Note that variables declared using def
are not accessible through this
(→ other_var
in the example) .
Input:
params.bar = "test"
script_var = 42
def other_var = 1
process foo {
exec:
println this.binding.variables
}
workflow {
foo()
}
Output:
[
args:[], params:[bar:test], baseDir:/scratch/nf-test,
projectDir:/scratch/nf-test, workDir:/scratch/nf-test/work,
workflow:repository: null, projectDir: /scratch/nf-test,
commitId: null, revision: null,
startTime: 2020-11-28T16:47:44.162643+01:00, endTime: null,
duration: null, container: {}, commandLine: nextflow ./test.nf,
nextflow: nextflow.NextflowMeta([...]), success: false,
workDir: /scratch/nf-test/work, launchDir: /scratch/nf-test,
profile: standard, nextflow:nextflow.NextflowMeta([...]),
launchDir:/scratch/nf-test, moduleDir:/scratch/nf-test,
script_var:42
]
4. Nextflow’s process representation and the “task” implicit variable
I already used the expression task.cpus
many times in my nextflow pipelines, without
questioning how it works.
When a process gets executed in Nextflow, it is an instance of the class TaskRun
,
which holds a config object of the instance TaskConfig
.
The latter is accessible through the implicit variable task
.
It contains all variables defined within a process; cpus
just
happens to be one of them.
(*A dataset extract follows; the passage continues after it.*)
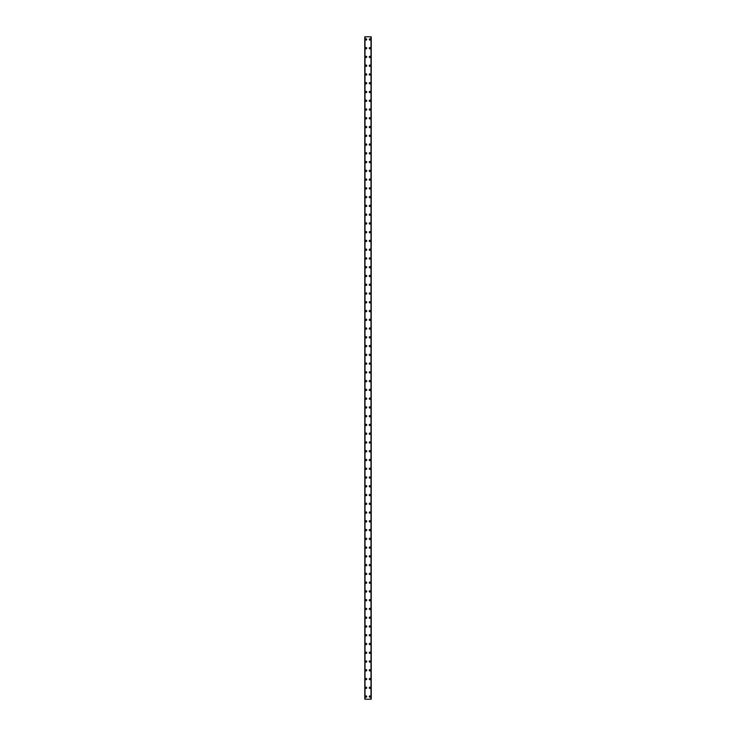 <?xml version="1.0" encoding="UTF-8"?>
<svg xmlns="http://www.w3.org/2000/svg" width="736" height="736" viewBox="0 0 736 736"><rect width="100%" height="100%" fill="white"/><g stroke="black" fill="none" stroke-linecap="round" stroke-linejoin="round"><path stroke-width="1.1" d="M365.415 696.569A0.653 0.653 0 0 1 366.068 695.916A0.653 0.653 0 0 1 366.73 696.569A0.653 0.653 0 0 1 366.068 697.231A0.653 0.653 0 0 1 365.415 696.569M365.415 687.81A0.653 0.653 0 0 1 366.068 687.148A0.653 0.653 0 0 1 366.73 687.81A0.653 0.653 0 0 1 366.068 688.464A0.653 0.653 0 0 1 365.415 687.81M365.415 679.052A0.653 0.653 0 0 1 366.068 678.39A0.653 0.653 0 0 1 366.73 679.052A0.653 0.653 0 0 1 366.068 679.705A0.653 0.653 0 0 1 365.415 679.052M365.415 670.284A0.653 0.653 0 0 1 366.068 669.631A0.653 0.653 0 0 1 366.73 670.284A0.653 0.653 0 0 1 366.068 670.947A0.653 0.653 0 0 1 365.415 670.284M365.415 661.526A0.653 0.653 0 0 1 366.068 660.864A0.653 0.653 0 0 1 366.73 661.526A0.653 0.653 0 0 1 366.068 662.179A0.653 0.653 0 0 1 365.415 661.526M365.415 652.758A0.653 0.653 0 0 1 366.068 652.105A0.653 0.653 0 0 1 366.73 652.758A0.653 0.653 0 0 1 366.068 653.421A0.653 0.653 0 0 1 365.415 652.758M365.415 644A0.653 0.653 0 0 1 366.068 643.347A0.653 0.653 0 0 1 366.73 644A0.653 0.653 0 0 1 366.068 644.653A0.653 0.653 0 0 1 365.415 644M365.415 635.242A0.653 0.653 0 0 1 366.068 634.579A0.653 0.653 0 0 1 366.73 635.242A0.653 0.653 0 0 1 366.068 635.895A0.653 0.653 0 0 1 365.415 635.242M365.415 626.474A0.653 0.653 0 0 1 366.068 625.821A0.653 0.653 0 0 1 366.73 626.474A0.653 0.653 0 0 1 366.068 627.136A0.653 0.653 0 0 1 365.415 626.474M365.415 617.716A0.653 0.653 0 0 1 366.068 617.053A0.653 0.653 0 0 1 366.73 617.716A0.653 0.653 0 0 1 366.068 618.369A0.653 0.653 0 0 1 365.415 617.716M365.415 608.948A0.653 0.653 0 0 1 366.068 608.295A0.653 0.653 0 0 1 366.73 608.948A0.653 0.653 0 0 1 366.068 609.61A0.653 0.653 0 0 1 365.415 608.948M365.415 600.19A0.653 0.653 0 0 1 366.068 599.536A0.653 0.653 0 0 1 366.73 600.19A0.653 0.653 0 0 1 366.068 600.852A0.653 0.653 0 0 1 365.415 600.19M365.415 591.431A0.653 0.653 0 0 1 366.068 590.769A0.653 0.653 0 0 1 366.73 591.431A0.653 0.653 0 0 1 366.068 592.084A0.653 0.653 0 0 1 365.415 591.431M365.415 582.664A0.653 0.653 0 0 1 366.068 582.01A0.653 0.653 0 0 1 366.73 582.664A0.653 0.653 0 0 1 366.068 583.326A0.653 0.653 0 0 1 365.415 582.664M365.415 573.905A0.653 0.653 0 0 1 366.068 573.252A0.653 0.653 0 0 1 366.73 573.905A0.653 0.653 0 0 1 366.068 574.558A0.653 0.653 0 0 1 365.415 573.905M365.415 565.147A0.653 0.653 0 0 1 366.068 564.484A0.653 0.653 0 0 1 366.73 565.147A0.653 0.653 0 0 1 366.068 565.8A0.653 0.653 0 0 1 365.415 565.147M365.415 556.379A0.653 0.653 0 0 1 366.068 555.726A0.653 0.653 0 0 1 366.73 556.379A0.653 0.653 0 0 1 366.068 557.042A0.653 0.653 0 0 1 365.415 556.379M365.415 547.621A0.653 0.653 0 0 1 366.068 546.958A0.653 0.653 0 0 1 366.73 547.621A0.653 0.653 0 0 1 366.068 548.274A0.653 0.653 0 0 1 365.415 547.621M365.415 538.853A0.653 0.653 0 0 1 366.068 538.2A0.653 0.653 0 0 1 366.73 538.853A0.653 0.653 0 0 1 366.068 539.516A0.653 0.653 0 0 1 365.415 538.853M365.415 530.095A0.653 0.653 0 0 1 366.068 529.442A0.653 0.653 0 0 1 366.73 530.095A0.653 0.653 0 0 1 366.068 530.748A0.653 0.653 0 0 1 365.415 530.095M365.415 521.336A0.653 0.653 0 0 1 366.068 520.674A0.653 0.653 0 0 1 366.73 521.336A0.653 0.653 0 0 1 366.068 521.99A0.653 0.653 0 0 1 365.415 521.336M365.415 512.569A0.653 0.653 0 0 1 366.068 511.916A0.653 0.653 0 0 1 366.73 512.569A0.653 0.653 0 0 1 366.068 513.231A0.653 0.653 0 0 1 365.415 512.569M365.415 503.81A0.653 0.653 0 0 1 366.068 503.148A0.653 0.653 0 0 1 366.73 503.81A0.653 0.653 0 0 1 366.068 504.464A0.653 0.653 0 0 1 365.415 503.81M365.415 495.052A0.653 0.653 0 0 1 366.068 494.39A0.653 0.653 0 0 1 366.73 495.052A0.653 0.653 0 0 1 366.068 495.705A0.653 0.653 0 0 1 365.415 495.052M365.415 486.284A0.653 0.653 0 0 1 366.068 485.631A0.653 0.653 0 0 1 366.73 486.284A0.653 0.653 0 0 1 366.068 486.947A0.653 0.653 0 0 1 365.415 486.284M365.415 477.526A0.653 0.653 0 0 1 366.068 476.864A0.653 0.653 0 0 1 366.73 477.526A0.653 0.653 0 0 1 366.068 478.179A0.653 0.653 0 0 1 365.415 477.526M365.415 468.758A0.653 0.653 0 0 1 366.068 468.105A0.653 0.653 0 0 1 366.73 468.758A0.653 0.653 0 0 1 366.068 469.421A0.653 0.653 0 0 1 365.415 468.758M365.415 460A0.653 0.653 0 0 1 366.068 459.347A0.653 0.653 0 0 1 366.73 460A0.653 0.653 0 0 1 366.068 460.653A0.653 0.653 0 0 1 365.415 460M365.415 451.242A0.653 0.653 0 0 1 366.068 450.579A0.653 0.653 0 0 1 366.73 451.242A0.653 0.653 0 0 1 366.068 451.895A0.653 0.653 0 0 1 365.415 451.242M365.415 442.474A0.653 0.653 0 0 1 366.068 441.821A0.653 0.653 0 0 1 366.73 442.474A0.653 0.653 0 0 1 366.068 443.136A0.653 0.653 0 0 1 365.415 442.474M365.415 433.716A0.653 0.653 0 0 1 366.068 433.053A0.653 0.653 0 0 1 366.73 433.716A0.653 0.653 0 0 1 366.068 434.369A0.653 0.653 0 0 1 365.415 433.716M365.415 424.948A0.653 0.653 0 0 1 366.068 424.295A0.653 0.653 0 0 1 366.73 424.948A0.653 0.653 0 0 1 366.068 425.61A0.653 0.653 0 0 1 365.415 424.948M365.415 416.19A0.653 0.653 0 0 1 366.068 415.536A0.653 0.653 0 0 1 366.73 416.19A0.653 0.653 0 0 1 366.068 416.852A0.653 0.653 0 0 1 365.415 416.19M365.415 407.431A0.653 0.653 0 0 1 366.068 406.769A0.653 0.653 0 0 1 366.73 407.431A0.653 0.653 0 0 1 366.068 408.084A0.653 0.653 0 0 1 365.415 407.431M365.415 398.664A0.653 0.653 0 0 1 366.068 398.01A0.653 0.653 0 0 1 366.73 398.664A0.653 0.653 0 0 1 366.068 399.326A0.653 0.653 0 0 1 365.415 398.664M365.415 389.905A0.653 0.653 0 0 1 366.068 389.252A0.653 0.653 0 0 1 366.73 389.905A0.653 0.653 0 0 1 366.068 390.558A0.653 0.653 0 0 1 365.415 389.905M365.415 381.147A0.653 0.653 0 0 1 366.068 380.484A0.653 0.653 0 0 1 366.73 381.147A0.653 0.653 0 0 1 366.068 381.8A0.653 0.653 0 0 1 365.415 381.147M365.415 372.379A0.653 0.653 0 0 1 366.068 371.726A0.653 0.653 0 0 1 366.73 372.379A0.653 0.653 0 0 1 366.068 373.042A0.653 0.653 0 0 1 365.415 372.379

Additionally, we can access all input
variables via task.binding
. Again, variables declared with def
cannot be accessed.
Input:
process foo {
process_var = 42
def other_var = 42
cpus = 2
input:
val(meta)
exec:
id = meta.id
def local_var = 1
println "task = ${task}"
println "task.binding = ${task.binding}"
}
workflow {
foo([id: "test"])
}
Output:
task = [
process_var:42, process:foo, cpus:2, index:1, echo:false,
validExitStatus:[0], maxRetries:0, maxErrors:-1,
shell:[/bin/bash, -ue], executor:local, name:foo,
cacheable:true, errorStrategy:TERMINATE,
workDir:/scratch/nf-test/work/7a/605dabf4d1b454c288434b6381622c,
hash:7a605dabf4d1b454c288434b6381622c
]
task.binding = [meta:[id:test], $:true, task:[...], id:test]
5. Debugging Nextflow
I found that Nextflow’s fancy ANSI-logging feature sometimes swallows println
statements
or error messages. It is possible to turn it off using nextflow run -ansi-log false
.
I also learned to check the .nextflow.log
file more often. It sometimes contains
helpful additional information, such as full Java stack traces.